# my newbie finger motor



## itowbig (Jan 15, 2009)

ya its not real perdy but i made it ;D on a side note how do you all get your cranks straight and true. ive made about five of them all with bent cranks. they wooble.
i got a vidio too just cant figger out how to post. but i will ;D


----------



## cfellows (Jan 15, 2009)

If you go to this link:

http://www.homemodelenginemachinist.com/index.php?topic=862.45

and start on Page 4, reply #14, Bogstandard gives a pretty complete step-by-step of how he made a similar crankshaft for his finger engine.

Chuck


----------



## rleete (Jan 15, 2009)

Are those flywheels made from hockey pucks? Innovative use of the materials on hand!


----------



## itowbig (Jan 16, 2009)

rleete  said:
			
		

> Are those flywheels made from hockey pucks? Innovative use of the materials on hand!



yes they are ive got a bunch of them


----------



## Stan (Jan 16, 2009)

Don't waste all your hockey pucks as flywheels. They are great for making machine tool leveling pads.
If you made five crankshafts for your first engine you are close to the norm. One of the good things in this hobby is that the cost of making prototypes is small. A few dollars spent at the local scrap metal dealer provides many hours or entertainment. If all you have at the end of an evening is a piece of scrap, you are still far ahead of the couch potato who spent the evening watching TV.


----------



## steamer (Jan 16, 2009)

Those flywheels look like their autographed....any famous players? ;D

I like it!

Dave


----------



## rake60 (Jan 16, 2009)

Looks great Sid!

My wife is from Calgary Canada.
The desecration of a hockey puck might send her over the edge.
I won't show her this post! :big:

Great work!

Rick


----------



## malcolmt (Jan 16, 2009)

Hi Sid

That is so cool, I like the use of hockey pucks, That's good lateral thinking. Can you do a video ? I would love to see it running. As said above don't fret about making "alternative design" cranks, they may come in useful in the future and they have been part of the learning process.
Nice work thanks for posting.

Kind regards

Malcolm


----------



## Maryak (Jan 17, 2009)

Sid,

Congratulations. looks good from down under. :bow:

Those photos are the first time I've ever seen a hockey puck up close 
	

	
	
		
		

		
		
	


	




How heavy are they ???

Best Regards
Bob


----------



## itowbig (Jan 17, 2009)

[ame]http://www.youtube.com/watch?v=IohC4-VsbS0[/ame]
here ya go. yes they are autographed.
i dont know the weight of one of them
im working on cleaning it up a bit .im not good at bling but ill give it a go ;D


----------



## steamboatmodel (Jan 17, 2009)

All you want to know about Hockey Pucks:
http://en.wikipedia.org/wiki/Hockey_puck
Regards,
Gerald


----------



## kustomkb (Jan 17, 2009)

Great job!

I guess you could say its the "Signature Edition"

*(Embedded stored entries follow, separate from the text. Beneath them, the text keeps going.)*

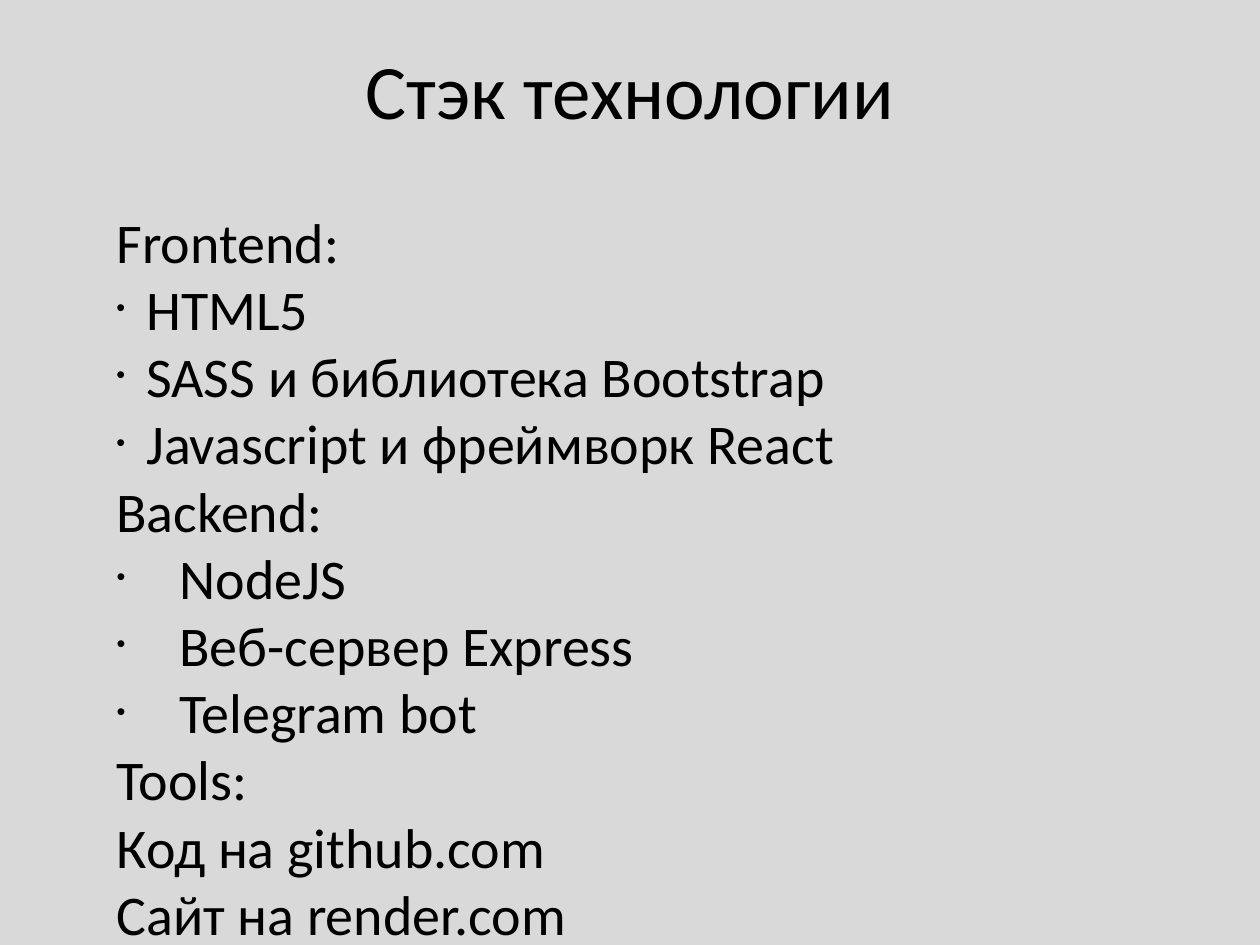
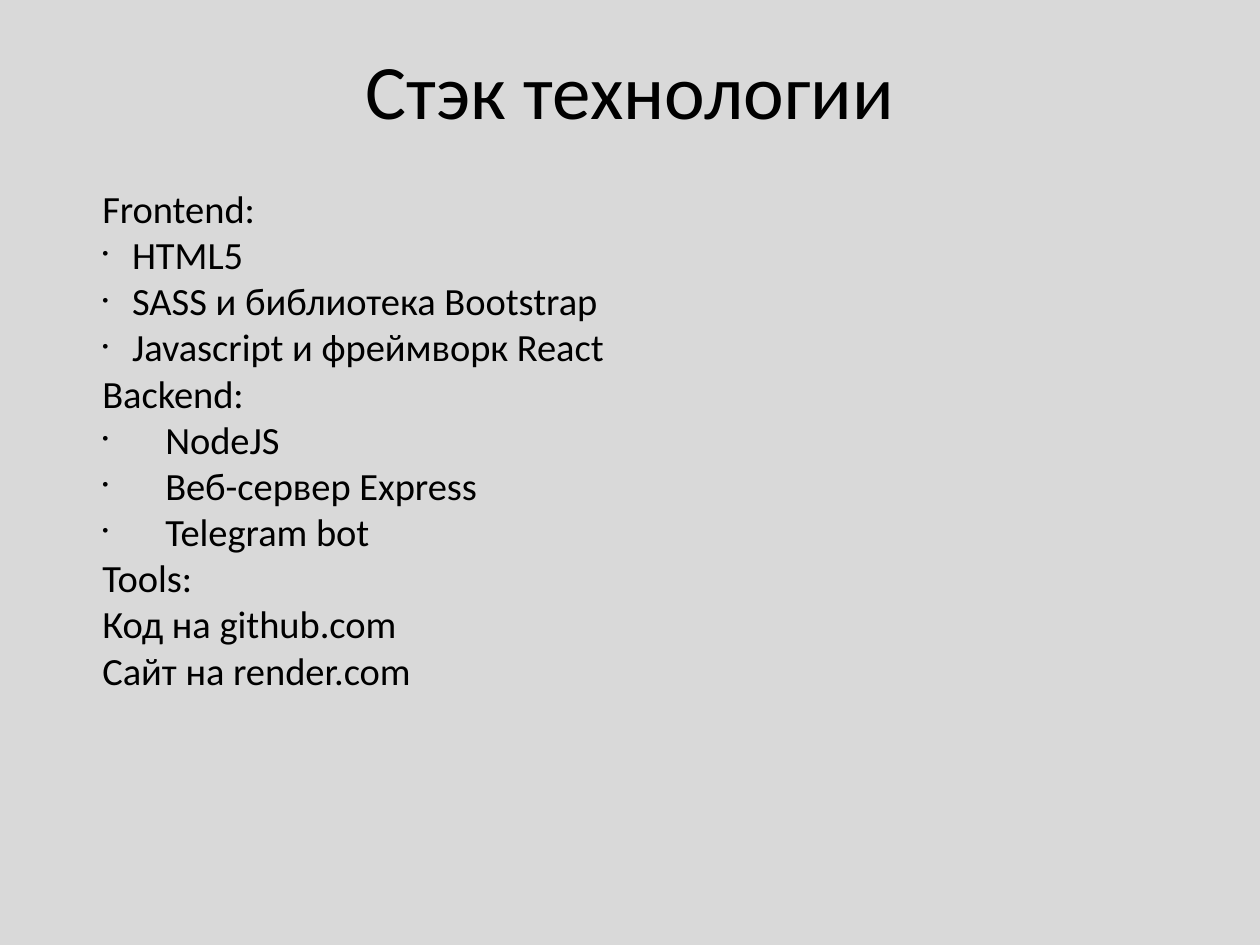
Before and after one commit to Camber62/Diplom, a slide deck: slide 3 of Дипломный проект Захаркин А.В..odp. Drawn at 1260x945 pixels with LibreOffice and Linux fonts; fonts in the diff are those of the drawing. Boxes give left, top, right and bottom in pixels: in the first picture for what was removed or moved away, otherwise in the second. Text is boxed around its words. In the diff, an @@ line names an element or a change of style, - is before the commit and + after.

```diff
--- a/Дипломный проект Захаркин А.В..odp
+++ b/Дипломный проект Захаркин А.В..odp
@@ text "Frontend:": place and size @@
-text "Frontend:" at [116, 224, 833, 936]
+text "Frontend:" at [102, 196, 604, 686]
@@ text "Frontend:" at [102, 196, 604, 686]: size 32 to 22 pt @@
```
Also in this commit, not shown: 1 other slide changed, 8 other files.

> Those photos are the first time I've ever seen a hockey puck up close



That's hilarious!



> Made of vulcanized rubber, the puck is 1 inch thick and 3 inches in diameter (2.5 cm 7.6 cm) and weighs 5.5 to 6 ounces (156 to 170 grams).---from encyclopaedia Britannica



I was actually in Australia when the men and women's Canadian hockey teams won gold.
I was only able to see it when the coverage becuse;



> Australia's first ever Winter Olympic gold was won by Steven Bradbury in the 1000m short track speed skating. Well off the pace of the medal favourites, Bradbury was positioned at the rear in the semifinal, only to see his competitors crash into each other, allowing him through to the final. Again well off the pace in the final all four other competitors crashed out at the final corner, leaving a shocked Bradbury to take the gold medal.



And we just took our fifth straight gold at the Juniors.

Again, great job Sid,

The Jackal's remote controlled Titanium gun made by Jack Black sure was cool!

-Kevin.


----------



## itowbig (Jan 17, 2009)

steamboatmodel  said:
			
		

> All you want to know about Hockey Pucks:
> http://en.wikipedia.org/wiki/Hockey_puck
> Regards,
> Gerald


cool now i know what a puck weighs in at thanks


----------



## Davyboy (Jan 18, 2009)

I think that finger motor is beautiful!  :bow: They are such fun to play with, to feel the lever push back at your finger on the return stroke is great. I bet those hockey pucks got some real power! 8)

DB


----------



## itowbig (Feb 6, 2009)

you know ever sense i made this thing i cant help but play with it every time i go in to the garage. it sets on my tool box top and i just have to play with it.


----------